The story is told of a preacher in an English city who was giving a stereopticon lecture on the life of Christ to a great congregation of working people. As he concluded, Holman Hunt’s picture of the thorn-crowned Christ standing at the barred door was thrown upon the screen. So real did Christ’s presence seem that a hush fell upon the vast audience. The speaker sensed it and remained silent for a few minutes. In the stillness a little girl on the front seat asked her father in a stage whisper, “Daddy, why don’t they let Him in?”
And the father replied, “Hush, child, that is only a picture.”
But more insistent than ever the little one said with great distress in her voice, “Daddy, I am sure they hear Him knocking. But they don’t want Him in, do they?”

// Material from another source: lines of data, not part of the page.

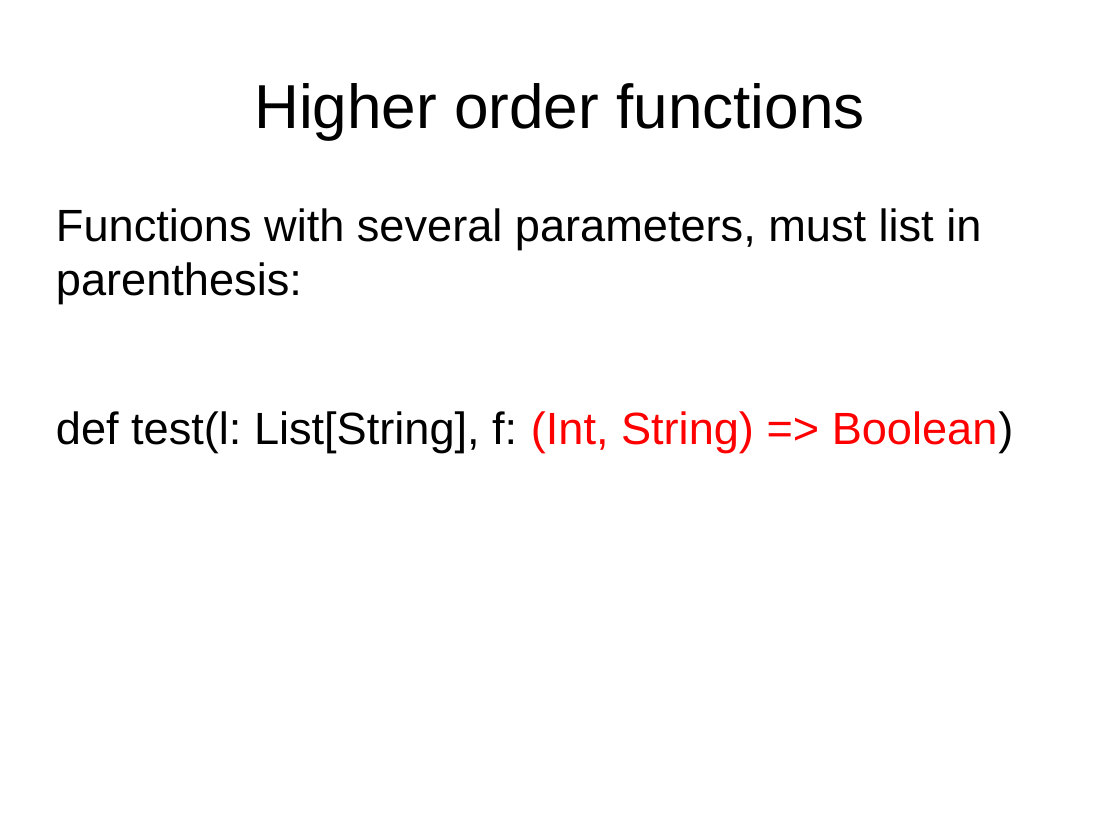
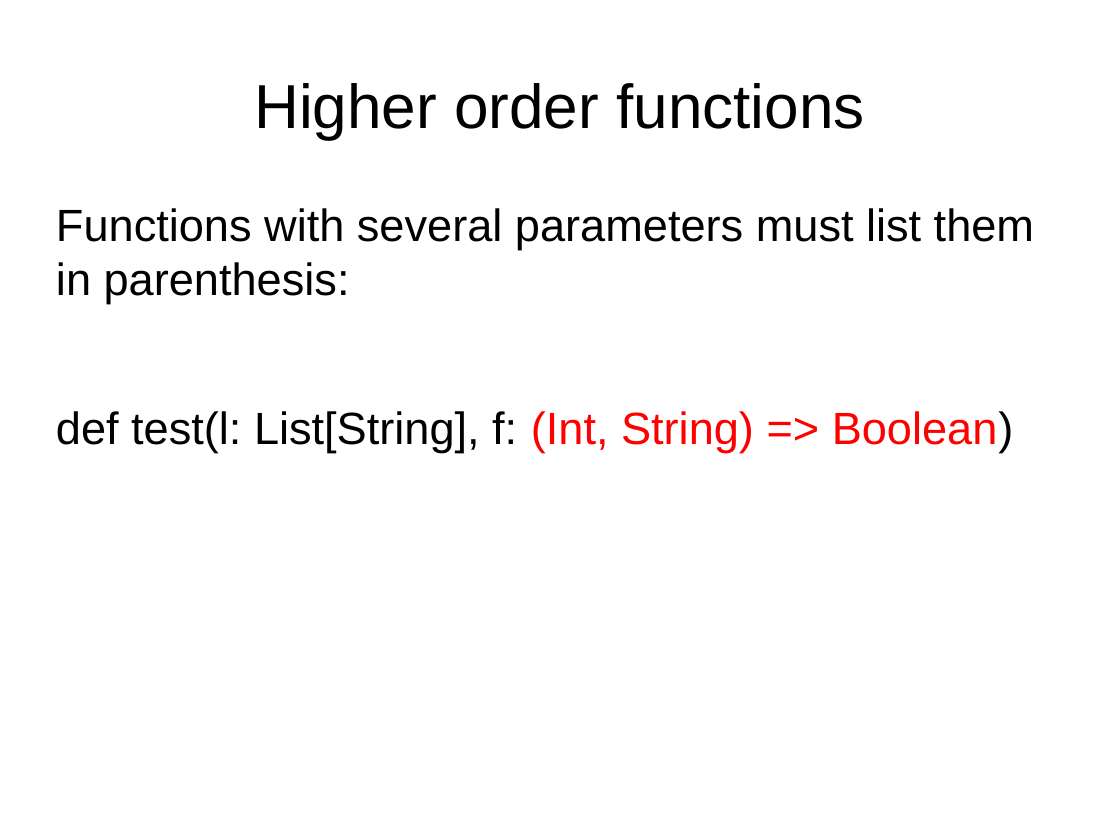
Before and after one commit to javaBin/scala-training-slides, a slide deck: slide 5 of 2.2 - higherorderfunctions.odp. Drawn at 1120x840 pixels with LibreOffice and Linux fonts; fonts in the diff are those of the drawing; background and template pictures are left out. Boxes give left, top, right and bottom in pixels: in the first picture for what was removed or moved away, otherwise in the second. Text is boxed around its words. In the diff, an @@ line names an element or a change of style, - is before the commit and + after.

```diff
--- a/2.2 - higherorderfunctions.odp
+++ b/2.2 - higherorderfunctions.odp
@@ text at [56,208,1034,304]: text changed @@
-Functions with several parameters, must list in parenthesis:
+Functions with several parameters must list them in parenthesis:
```
Also in this commit, not shown: 5 other slides changed, 7 other files.
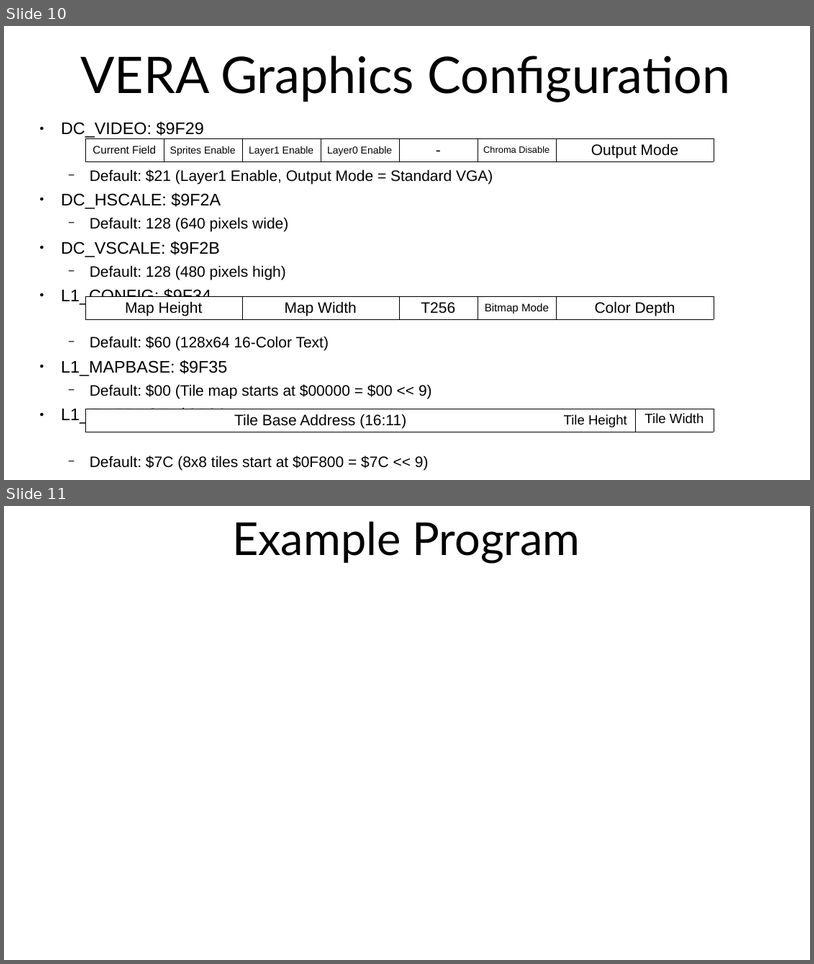
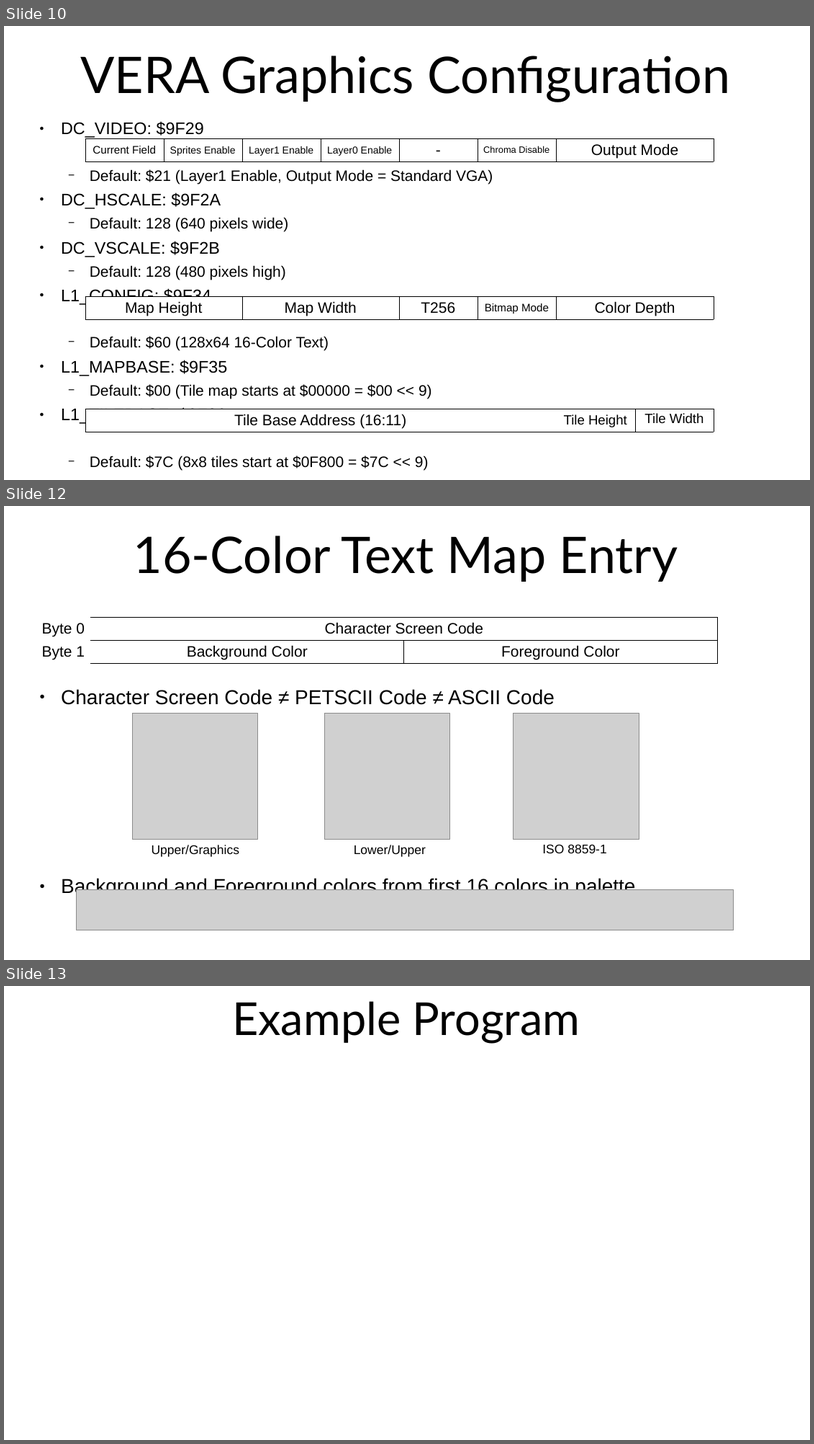
Before and after one commit to SlithyMatt/x16-assembly-tutorial, a slide deck: Lesson9/Lesson9.odp. Shown one above the other, each under a label of ours: slides 10 and 11 before the commit, slides 10, 12 and 13 after it; the slides between them are not shown. The pictures are 814x964 and 814x1444 pixels, drawn with LibreOffice and Linux fonts; fonts in the diff are those of the drawing; grey boxes stand for pictures. Boxes give left, top, right and bottom in pixels: in the first picture for what was removed or moved away, otherwise in the second. Text is boxed around its words. In the diff, an @@ line names an element or a change of style, - is before the commit and + after.

```diff
--- a/Lesson9/Lesson9.odp
+++ b/Lesson9/Lesson9.odp
@@ slide 12 added at [4,506,810,960], background #FFFFFF @@
@@ title added at [133,536,679,582], 60 pt, text #000000 @@
+16-Color Text Map Entry
@@ table added at [28,617,718,663], 2 rows, 3 columns @@
+Byte 0 | Character Screen Code | 
+Byte 1 | Background Color | Foreground Color
@@ text added at [61,689,635,897], 24 pt, text #000000 @@
+● Character Screen Code ≠ PETSCII Code ≠ ASCII Code
+● Background and Foreground colors from first 16 colors in palette
@@ picture added at [132,713,258,839] @@
@@ picture added at [324,713,450,839] @@
@@ picture added at [513,713,639,839] @@
@@ text added at [152,844,239,857], 15 pt, text #000000 @@
+Upper/Graphics
@@ text added at [354,844,426,857], 15 pt, text #000000 @@
+Lower/Upper
@@ text added at [543,844,607,853], 15 pt, text #000000 @@
+ISO 8859-1
@@ picture added at [77,889,734,929] @@
@@ what was slide 11 is now slide 13 @@
```
Also in this commit, not shown: 1 other slide added.

Alas, alas! This is our sin. We hear Him knocking; we know He is standing at the door, but we don’t want Him in. It is a terrible thing to be without the light and have to carry the burden of sin through life. But oh, what a tragedy to have the light, to know that Jesus is seeking admission to our home and our life, and to deliberately keep Him outside the door!
Like the Star
Let us keep Christmas like the star—His star—leading men to Him. “We have seen his star,” said the wise men, “and we are come to worship.” This is a day of stars; movie stars, football stars, baseball stars, etc. These shine for a brief day and are soon forgotten, but His star will “Shine forever and forever” His star shines only for Him and is pointing only to Him. As long as the wise men followed the star they were right and they were happy, but when they turned to Herod and the rabbis they stumbled in the dark and lost the light they had. But when they turned from the king, “lo! the star went before them till it came and stood over where the young child was.” That is the mission of “His Star”—leading men to the Christ.
I read a sweet story the other day of a little girl named Fannie who loved to read to her grandfather who was ill. She would sit down by his bedside and say, “Shall I read my story to you, Grandpa!”
The story to which she referred was that in the New Testament which begins, “Now when Jesus was born in Bethlehem, there came wise men from the east to Jerusalem.”
She called it “my story” because she liked it so well and she never tired of reading it. One day when she finished reading she said, “Grandpa, you are a wise man and you did not have to take a long journey to find Jesus, like the wise men I was reading about, did you?”
“What makes you think I did not?” asked the old man with a trembling voice.
“Because,” she said, “Jesus stays right by us all the time so we have only to whisper to Him and He hears us.”
The days went on and one evening not long after this all the family gathered around grandfather’s bed to say good-bye to him before he passed over the river. When he came to speak to little Fannie he laid his hand gently on her head and said “Goodbye my darling. When I get to heaven I will tell the blessed Saviour that you were my star.”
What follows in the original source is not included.